The total expected loss from a 500-year event is $648,649,900.

Step 3 Quantify the risk

How do the two events compare?

The total AAL for the 100-year event is $4,371,320 while the total AAL for the 500-year event is $1,297,300. The per household AAL for the 100-year event is $6,653.46 and the per household AAL for the 500-year event is $1,974.58.

How might an insurance program work?

Tier 1

Tier 1 might be community based insurance tier handled by reserves. Assume that the County picks up the first $10,000 of loss. They might want to do this for a variety of reasons. The County might want to send a signal that homeowners should have flood insurance. A homeowner would be hard pressed to make the case that they did not know they needed flood insurance if they received a letter informing them that the County was covering the first $10,000 of loss. This would allow everyone to take the $10,000 deductible option if they purchase a traditional insurance policy, saving every homeowner an average of $500 per year.

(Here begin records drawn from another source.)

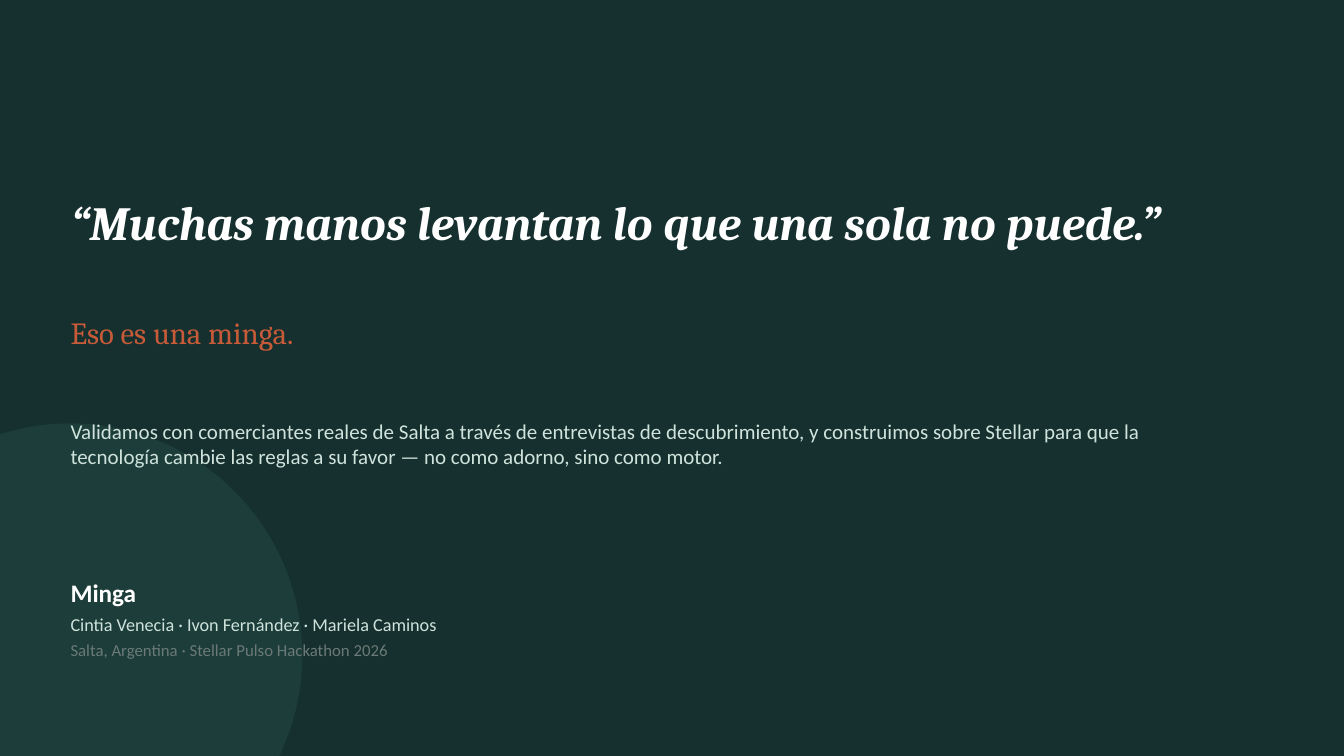
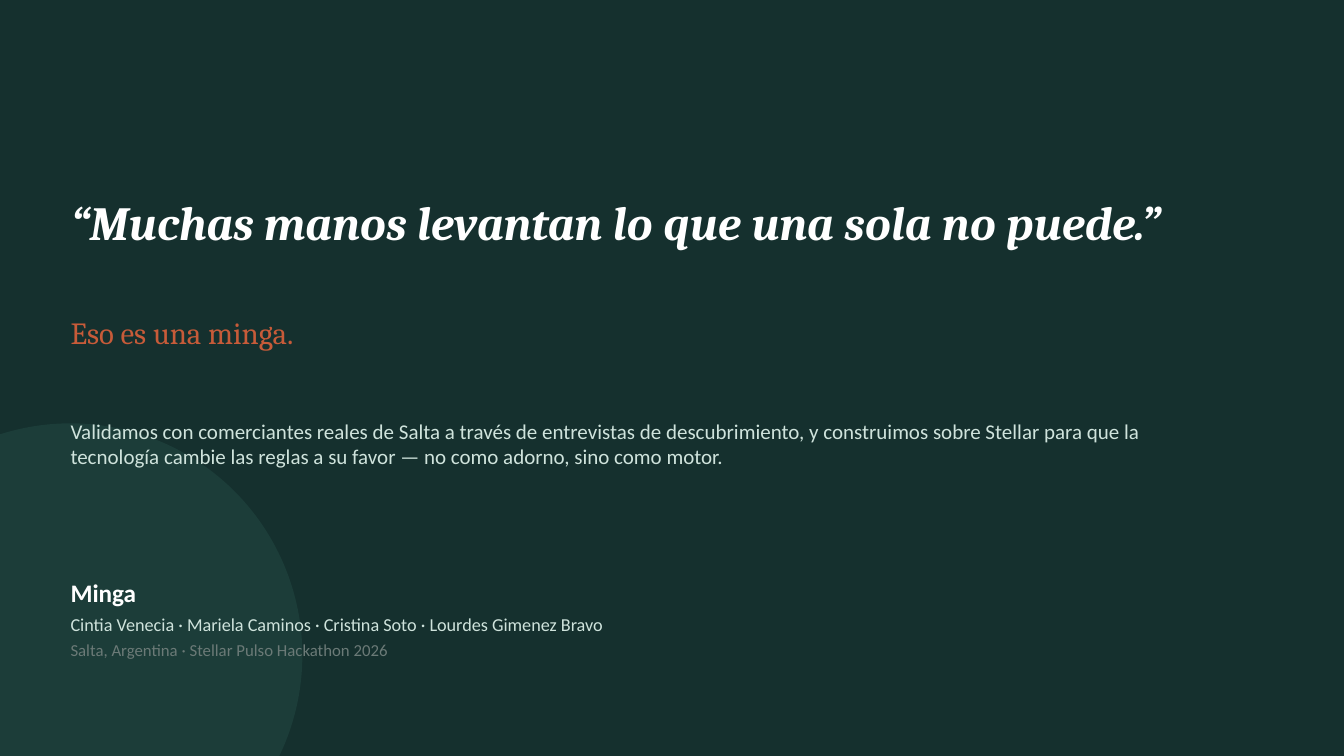
Before and after one commit to veneciaedith/minga, a slide deck: slide 9 of presentacion/Minga-Pitch.pptx. Drawn at 1344x756 pixels with LibreOffice and Linux fonts; fonts in the diff are those of the drawing. Boxes give left, top, right and bottom in pixels: in the first picture for what was removed or moved away, otherwise in the second. Text is boxed around its words. In the diff, an @@ line names an element or a change of style, - is before the commit and + after.

```diff
--- a/presentacion/Minga-Pitch.pptx
+++ b/presentacion/Minga-Pitch.pptx
@@ text at <box>71,618,603,631</box>: text changed @@
-Cintia Venecia · Ivon Fernández · Mariela Caminos
+Cintia Venecia · Mariela Caminos · Cristina Soto · Lourdes Gimenez Bravo
```
Also in this commit, not shown: 1 other slide changed, 4 other files.

There are 658 structures. Thus, a loss would cost $6,580,000, an amount that could be handled with reserves. Thus, this policy would cost the County nothing, unless there was a flood.

Tier 2

Tier 2 might be a community based insurance tier handled by contingent credit. Assume that 50 % of the households seek to buy $100,000 of coverage. The total cost of a loss would be $32,900,000. The county has bonding capacity for a $25M bond. The county might leverage this bonding capacity to implement a contingent credit arrangement. In order to make this affordable the County might charge $1,000 per year for this coverage. This would generate $657,000 per year. If there is no flood, money from premiums could go into a reserve account, maintenance or upgrading the system.

The County might want enter into this arrangement because it would make higher levels of insurance more affordable and more attractive. If there is a flood, for the five or more years after the event, the county will likely lose $1M per year in property taxes. Houses that are insured recover faster, incentivizing people to buy higher levels of flood insurance would reduce the number of years they would request a discount in their property taxes.

Tier 3

Assume that 30% of the homeowners an additional $500,000 of coverage. The total cost of the loss would be $98,700,000. This might be financed with $100M catastrophe bond. The coupon payment for such a bond might be $3M per year. Assuming that is the case then the cost per household would be $15,197.57. This is likely to be unattractive to households. But this might support other discussions that might lead to a more affordable arrangement. The county might consider offering a slight reduction in property taxes for those households that choose to buy insurance through the community based insurance program.

References

Mak, Michael, Erica Harris, Mark Lightner, Justin Vandever, and Kris May. 2012. “San FransiscoBay Tidal Datums and Extreme Tides Study.”